I have been going back and forth on a new D7100 or refurbished one. The price difference is $160. The new camera has a 1 year warranty and the refurb. has a 3 month warranty. I guess what are the cons to buying the refurbished camera over the new.


----------



## sashbar (Sep 8, 2013)

Jptex said:


> I have been going back and forth on a new D7100 or refurbished one. The price difference is $160. The new camera has a 1 year warranty and the refurb. has a 3 month warranty. I guess what are the cons to buying the refurbished camera over the new.



The pros are $160.  Some would say that a refurb body has better QC than a new one, but I would ignore that. So the difference is 3 SD cards that you can buy. I do not see the cons really, if it is a manufacturer refurb.  I would have bought the refurbished one, but that's me. Last year I bought a brand new camera online from a Hong Kong seller, that had no warranty at all, it was cheaper than any refurb and it works perfectly. By the end of the day it is all about how important is $160 to you.


----------



## cgw (Sep 8, 2013)

Buy new. The savings aren't exactly jaw-dropping. Refurbs can be demos/display/show stock--not necessarily not-quite-right samples plucked from the production line. Nikon Canada's refurb bodies are usually priced around $100 under the best local price in my area. Thinking that might buy me something abused at BestBuy, I'll take a new model with a 2 year warranty any day. For you, an out-of-warranty repair on a refurb D7100 could eat the savings in a blink.


----------



## goodguy (Sep 8, 2013)

160$ ?

I wouldn't bother with a refurbished I would get it new.


----------



## Jptex (Sep 8, 2013)

I am on a tight budget, and any extra money saved would help.

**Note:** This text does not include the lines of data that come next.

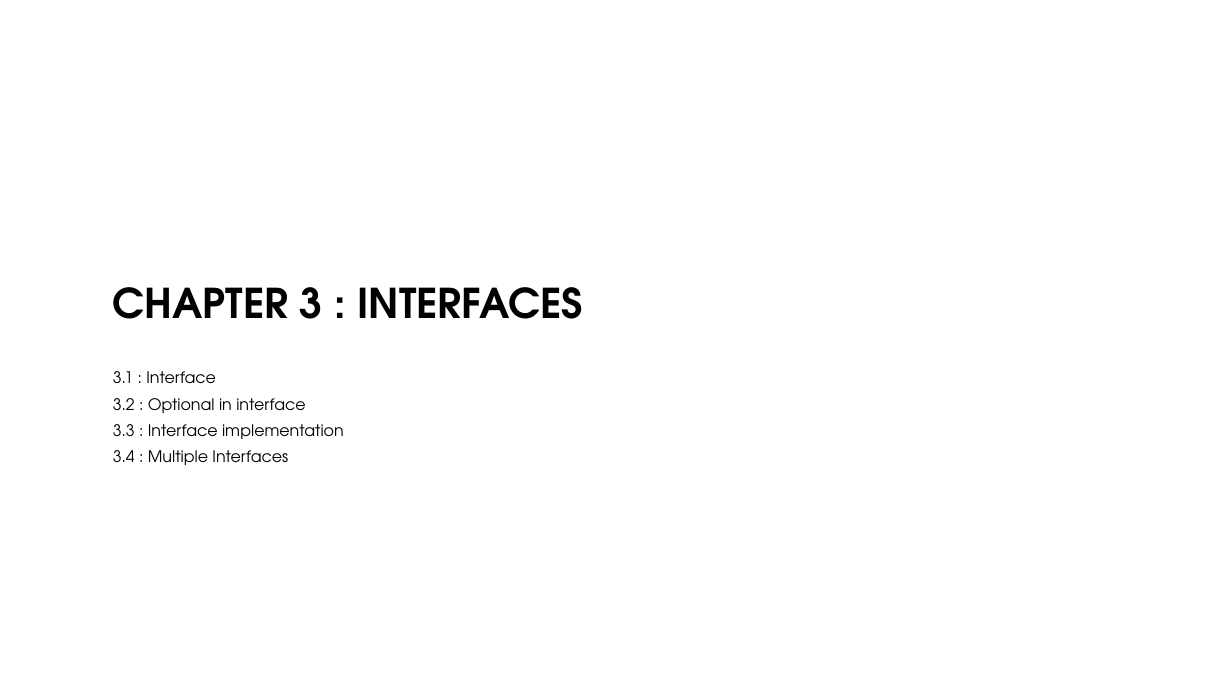
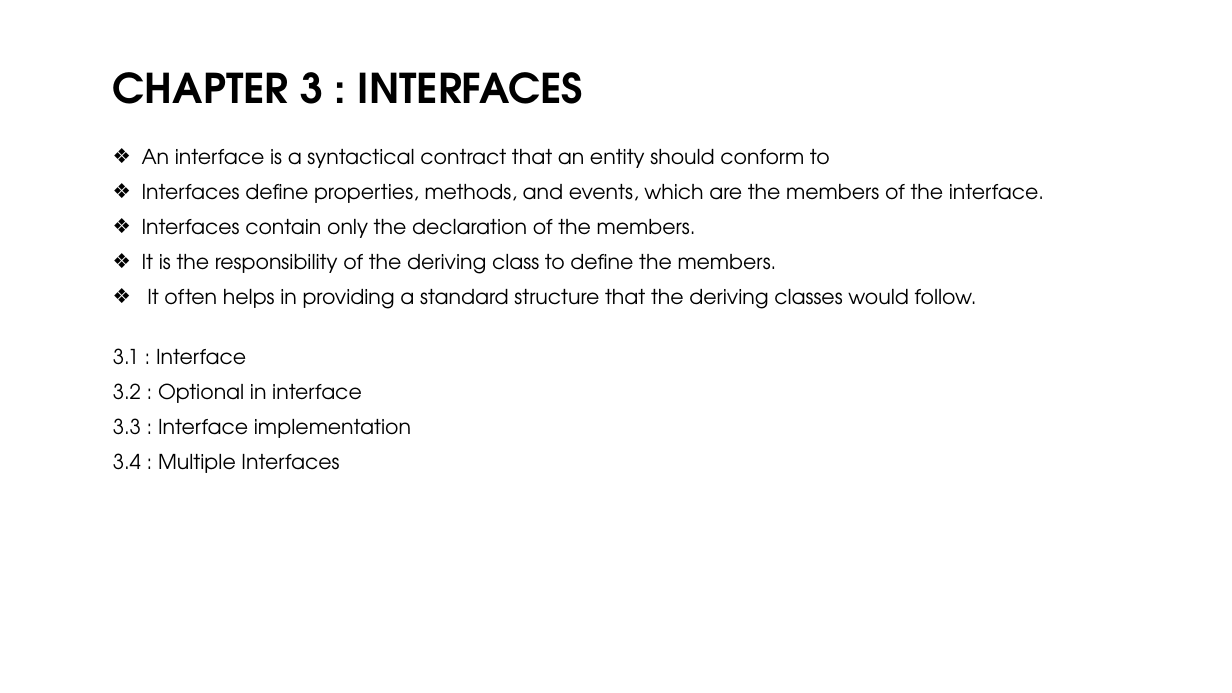
Before and after one commit to monicka2479/Typescript, a slide deck: slide 13 of Typescript Presentation.pptx (slide 10 before the commit). Drawn at 1232x693 pixels with LibreOffice and Linux fonts; fonts in the diff are those of the drawing; background and template pictures are left out. Boxes give left, top, right and bottom in pixels: in the first picture for what was removed or moved away, otherwise in the second. Text is boxed around its words. In the diff, an @@ line names an element or a change of style, - is before the commit and + after.

```diff
--- a/Typescript Presentation.pptx
+++ b/Typescript Presentation.pptx
@@ title "CHAPTER 3 : INTERFACES": place and size @@
-title "CHAPTER 3 : INTERFACES" at [113,287,583,319]
+title "CHAPTER 3 : INTERFACES" at [113,72,584,104]
@@ text added at [142,149,1044,309], 16 pt, text #000000 @@
+❖ An interface is a syntactical contract that an entity should conform to
+❖ Interfaces define properties, methods, and events, which are the members of the interface.
+❖ Interfaces contain only the declaration of the members.
+❖ It is the responsibility of the deriving class to define the members.
+❖ It often helps in providing a standard structure that the deriving classes would follow.
@@ text "3.1 : Interface": place and size @@
-text "3.1 : Interface" at [113,371,344,465]
+text "3.1 : Interface" at [113,348,411,473]
@@ text "3.1 : Interface" at [113,348,411,473]: size 12.4 to 16 pt; line spacing 0.7 to 0.9 @@
```
Also in this commit, not shown: 7 other slides changed, 3 slides added, 6 other files.

I am switching from Sony to Nikon and I need everything, Lenses, flash, and all the other accessories. But like CGW has mentioned, what kind of abuse has this camera been through before I get it. I know it goes back through the inspection process and anything that was or is wrong with the camera gets fixed or replaced. I am looking at buying it at one of the big New York stores online, I could purchase the extended warranty for $35 for another 3 years. (if that is worth anything) So in theory the camera is covered for 3 years for any malfunctions and I still save about $130. 

Sometimes I hate making decisions.


----------



## KmH (Sep 8, 2013)

As far as warranty, it depends where you get a refurbished Nikon from.

Nikon warranties factory refurbished cameras for 90 days. 
Some retail stores, like Cameta Camera, add their own warranty to make up the rest of a year. Cameras for Sale | Buy a Digital Camera from Cameta Camera
When the Cameta warranty kicks in, if a warranty repair is needed you send the camera to Cameta and they send it to Nikon USA service and pay for the repair.

$160 buys a few accessories, and you still have 1 year of warranty.

Many years ago I started buying used camera gear. No warranty, but prices are even lower than for refurbished.
I have never had to send a used piece of gear in for a repair that would have been covered by the warranty included with new gear if I had bought new.


----------



## ToddnTN (Sep 9, 2013)

I bought a refurbished D7100 from Robert's camera for $974 a few weeks back. It is indistinguishable from new and only had 105 shutter clicks. I am very happy with it. YMMV


----------



## cgw (Sep 9, 2013)

Another consideration is how long you plan on owning the camera. Friends who go to bed each night worrying they'll die in their sleep not owning the newest Nikon body typically buy refurbs and sell 'em when a comparable new model appears. If you hold and shoot cameras till they break, refurbs seem a borderline false economy--extended warranties and extra coverage notwithstanding. Again, not all refurbs are equal. Buy from a major, established retailer and not whoever is offering the lowest price.


----------



## SkipT (Sep 9, 2013)

I would buy new, $160 is not going to save you much if the refurb is a lemon.


----------



## Jptex (Sep 9, 2013)

Well, I appreciate everyone's opinion. It really helped. I went ahead and bit the bullet and bought the camera new. It is on its way from Adorama.


----------



## goodguy (Sep 9, 2013)

Jptex said:


> Well, I appreciate everyone's opinion. It really helped. I went ahead and bit the bullet and bought the camera new. It is on its way from Adorama.



Congrats on your new camera, you are going to love it, its a fantastic picture taking machine and while I am not against buying refurb or used I think the price difference should reflect the fact the camera is not new, with such a small amount you did the right thing, you bought a new virgine camera with full warrenty and the peace of mind attached to it.

Enjoy your new camera I know you will love it-I do


----------



## shadowlands (Sep 10, 2013)

Cameta refurbs come with a 1yr warranty


----------